Он кивнул. Тереза продолжала стирать кровь с его уха. К своему стыду и изумлению, он почувствовал, что опять ее хочет. И Генри Эймс из Окалы, штат Флорида, сын фермера, спросил у заключенной номер 4773, кому она хочет передать несколько слов.

– Поезжай в Тампу, в главный офис «Сахар Суареса» на Говард-авеню, иди к вице-президенту компании Джозефу Коглину и скажи, что мне необходимо с ним увидеться. Объясни, что речь идет о жизни и смерти. Его и моей.

– Я способен тебя защитить.

Генри и сам слышал отчаяние в своем голосе, но все равно хотел, чтобы она поверила ему.

Тереза вернула ему носовой платок. Еще немного посмотрела на него.

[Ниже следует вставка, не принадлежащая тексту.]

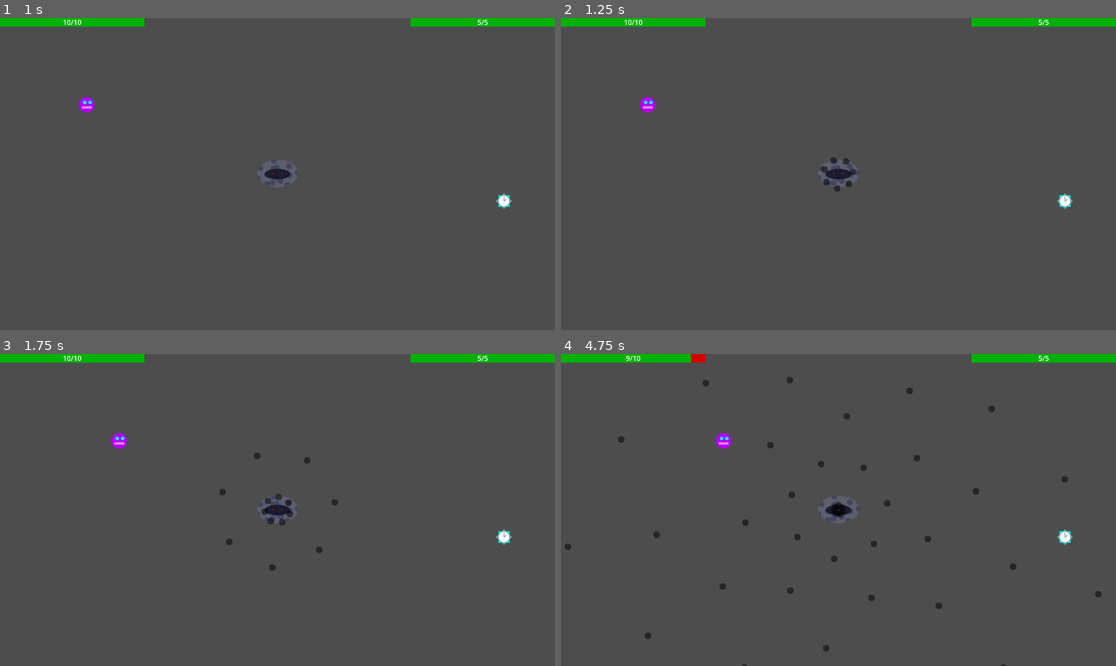
Above: before the commit, frames 1-4 (two rows, left to right).
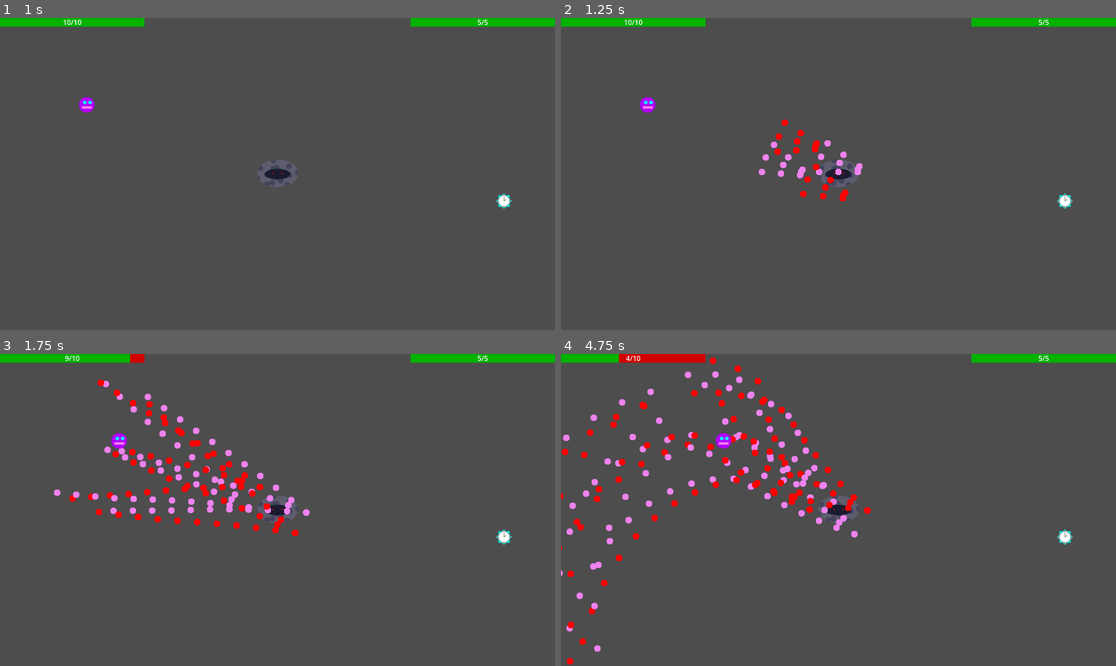
Above: after the commit, the same moments.

Repository: Antoine-Lagache/GameJam_2025
Game: Godot game, scene res://scene/start_menu.tscn
Same seed, same stepped clock (60 frames per second), same inputs: the game is played once before the commit and once after it.
Inputs (mouse positions are in pixels of both pictures, inside the frame that each line leads up to):
- Up to frame 1 (1 s): click "Start Game" at 0.5 s
- Up to frame 2 (1.25 s): no input
- Up to frame 3 (1.75 s): move the mouse to (399, 494) at 1.27 s; hold Right (right) from 1.28 s (still down); hold Shift from 1.28 s (still down)
- Up to frame 4 (4.75 s): move the mouse to (727, 525) at 2.02 s; release Right (right) at 2.03 s; release Shift at 2.03 s; hold Down (down) 2.03-2.78 s; tap Shift at 2.1, 3.6 s; move the mouse to (894, 441) at 2.77 s; hold Right (right) 2.78-3.53 s; hold Shift 2.78-3.53 s; move the mouse to (810, 572) at 3.52 s; hold Up (up) 3.53-4.28 s; move the mouse to (1005, 556) at 4.27 s; hold Left (left) from 4.28 s (still down); hold Shift from 4.28 s (still down)

Frame 1 is identical in both runs. In frame 2, 0.8% of the frame differs, in the area x 35-55%, y 32-59%; in frame 3, 2.8%; in frame 4, 4.3%, in the area x 0-98%, y 0-100%.

Commit message:
patterns

Diff:
--- a/gamejame/script/mechant.gd
+++ b/gamejame/script/mechant.gd
@@ -5,7 +5,7 @@
 var pattern_path = load("res://scene/pattern.tscn")
 var bullet_limit:int = 100
 var pattern = pattern_path.instantiate()
-var max_pattern = 12
+var max_pattern = 14
 @onready var boss_hit_sound: AudioStreamPlayer2D = $BossHitSound
 var number_of_flash: int
 
--- a/gamejame/script/pattern.gd
+++ b/gamejame/script/pattern.gd
@@ -46,9 +46,9 @@
 		12:
 			pattern_12()
 		13:
-			pass
+			pattern_13()
 		14:
-			pass
+			pattern_14()
 		15:
 			pass
 		16:
@@ -110,7 +110,7 @@
 			new_bullet.color = Color("cyan")
 			new_bullet.homing = true
 			add_child(new_bullet)
-		await get_tree().create_timer(1.0).timeout # on veut faire un tour en une seconde
+		await get_tree().create_timer(0.2).timeout # on veut faire un tour en une seconde
 
 
 
@@ -255,3 +255,51 @@
 				add_child(new_bullet)
 			angle += PI/circle_size
 		await get_tree().create_timer(0.5).timeout
+
+func pattern_13(): # reversed spinning???
+	await get_tree().create_timer(0.5).timeout # On evite le spawn kill au chgt de pattern
+	var angle = randf_range(0,2*PI)
+	var r = 10
+	while(pattern_id == 13):
+		if len(get_tree().get_nodes_in_group("bullet")) < bullet_limit and Global.time_speed:
+			var circle_size = 3
+			for i in range(circle_size):
+				var new_bullet:Node = bullet.instantiate()
+				new_bullet.speed = 300
+				new_bullet.color = Color("violet")
+				var dis_angle = angle + i*2*PI/circle_size
+				new_bullet.position += r*Vector2.from_angle(dis_angle)
+				new_bullet.direction = dis_angle + PI
+				add_child(new_bullet)
+			angle += 0.2
+			r += 5
+		await get_tree().create_timer(0.05).timeout
+
+func pattern_14(): # grand gignol zano kaichi
+	await get_tree().create_timer(0.5).timeout # On evite le spawn kill au chgt de pattern
+	player =  get_tree().get_nodes_in_group("player")[0]
+	var angle1 = randf_range(0,2*PI)
+	var angle2 = randf_range(0,2*PI)
+	while(pattern_id == 14):
+		if len(get_tree().get_nodes_in_group("bullet")) < bullet_limit:
+			var circle_size = 2
+			for i in range(circle_size):
+				for j in range(3):
+					var new_bullet:Node = bullet.instantiate()
+					new_bullet.speed = 1000
+					new_bullet.color = Color("violet")
+					add_child(new_bullet)
+					new_bullet.position += 100*Vector2.from_angle(angle1 + i*PI*2/circle_size)
+					new_bullet.direction = new_bullet.global_position.angle_to_point(player.position) - PI/10 + j*PI/10
+
+				for j in range(3):
+					var new_bullet:Node = bullet.instantiate()
+					new_bullet.speed = 1000
+					new_bullet.color = Color("red")
+					add_child(new_bullet)
+					new_bullet.global_position += 100*Vector2.from_angle(angle2 + i*PI*2/circle_size)
+					new_bullet.direction = new_bullet.global_position.angle_to_point(player.position) - PI/10 + j*PI/10
+
+			angle1 += 0.02
+			angle2 -= 0.02
+		await get_tree().create_timer(0.05).timeout
--- a/gamejame/script/time.gd
+++ b/gamejame/script/time.gd
@@ -4,7 +4,7 @@
 var player:Node
 var mechant:Node
 var screen = DisplayServer.window_get_size()
-var dist_min = 150
+var dist_min = 250
 var retro_position = Vector2(100,100)
 @onready var player_shade:Sprite2D = $"./Sprite2D"
 @onready var shader_material = $Inversion_shader.material
@@ -49,7 +49,7 @@
 	$Timer_bar.visible = false
 	shader_material.set_shader_parameter("invert", false)
 	player_shade.visible = false
-	player.position = retro_position
+	# player.position = retro_position
 	player.i_frames = 30
 	player.flash_start()
 	spawn_time_stop()

– Как мило, – сказала она. – Так запомни: Тампа, Говард-авеню, «Сахар Суареса». Джо Коглин.

Глава вторая

Рысак

Пятница была у Генри Эймса законным выходным, и потому в четверг вечером, как только закончилось его дежурство, он сел за руль и отправился в Тампу. За несколько часов ночной поездки у него было предостаточно времени, чтобы поразмыслить о своих грехах. Его мать и отца, которые были настолько высокоморальными, насколько вообще могут быть существа без крыльев, хватил бы удар, узнай они, что их старший сын прелюбодействовал с убийцей, находившейся под его опекой. И если другие охранники сделали вид, будто в упор не видят, что между ним и заключенной номер 4773 что-то есть, то лишь потому, что у них у самих совесть нечиста и занимаются они тем же, если не хуже, и так же нарушают закон. И как подозревал Генри Эймс, закон не только людской, но и Божий.

И все-таки…

И все-таки…

С какой радостью он прокрадывался в ее камеру после каждой смены на прошедшей неделе, и она принимала его.

Вообще-то, Генри ухаживал за Ребеккой Холиншед, дочерью врача из Лейк-Батлера, городка, где жил Генри, расположенного в двенадцати милях к западу от тюрьмы. К этим ухаживаниям его подтолкнула тетушка, которая тоже жила в Лейк-Батлере и которой ее сестра, мать Генри, поручила приглядывать за сыном. Ребекка Холиншед была хорошенькой блондинкой, с кожей такой белой, словно ее нарочно отбеливали. Она заявила Генри своим милым голоском, что человек, за которого она выйдет замуж, должен обладать амбициями, а не довольствоваться должностью охранника, стерегущего каких-то мерзких теток, у которых напрочь отсутствует моральное начало, как у мерзких шимпанзе. Ребекка Холиншед вообще часто употребляла слово «мерзкий», и всегда так тихо, словно не решалась его произнести. А еще она никогда не смотрела Генри в глаза – ни разу за все время их знакомства. Если бы кто-нибудь понаблюдал за их прогулками ранними вечерами, то наверняка пришел бы к ошибочному убеждению, что Ребекка общается не с Генри, а с дорогой, крыльцом и окрестными деревьями.

Потому Генри, желая доказать, что амбиции у него имеются, записался на вечерние курсы по уголовному праву, для чего съездил в Гейнсвилл. И в свободные вечера, вместо того чтобы пропустить кружку-другую пива с другими охранниками в закусочной «У Дикки», постирать или, прости господи, просто отдохнуть, Генри тратил по полтора часа на дорогу туда и обратно, чтобы, изнемогая от духоты в маленькой аудитории на задах университетского кампуса, слушать профессора Бликса, пьяницу, лишенного адвокатской лицензии, и пытаться запомнить, что такое «введение в заблуждение» и «ходатайство» о вызове свидетеля.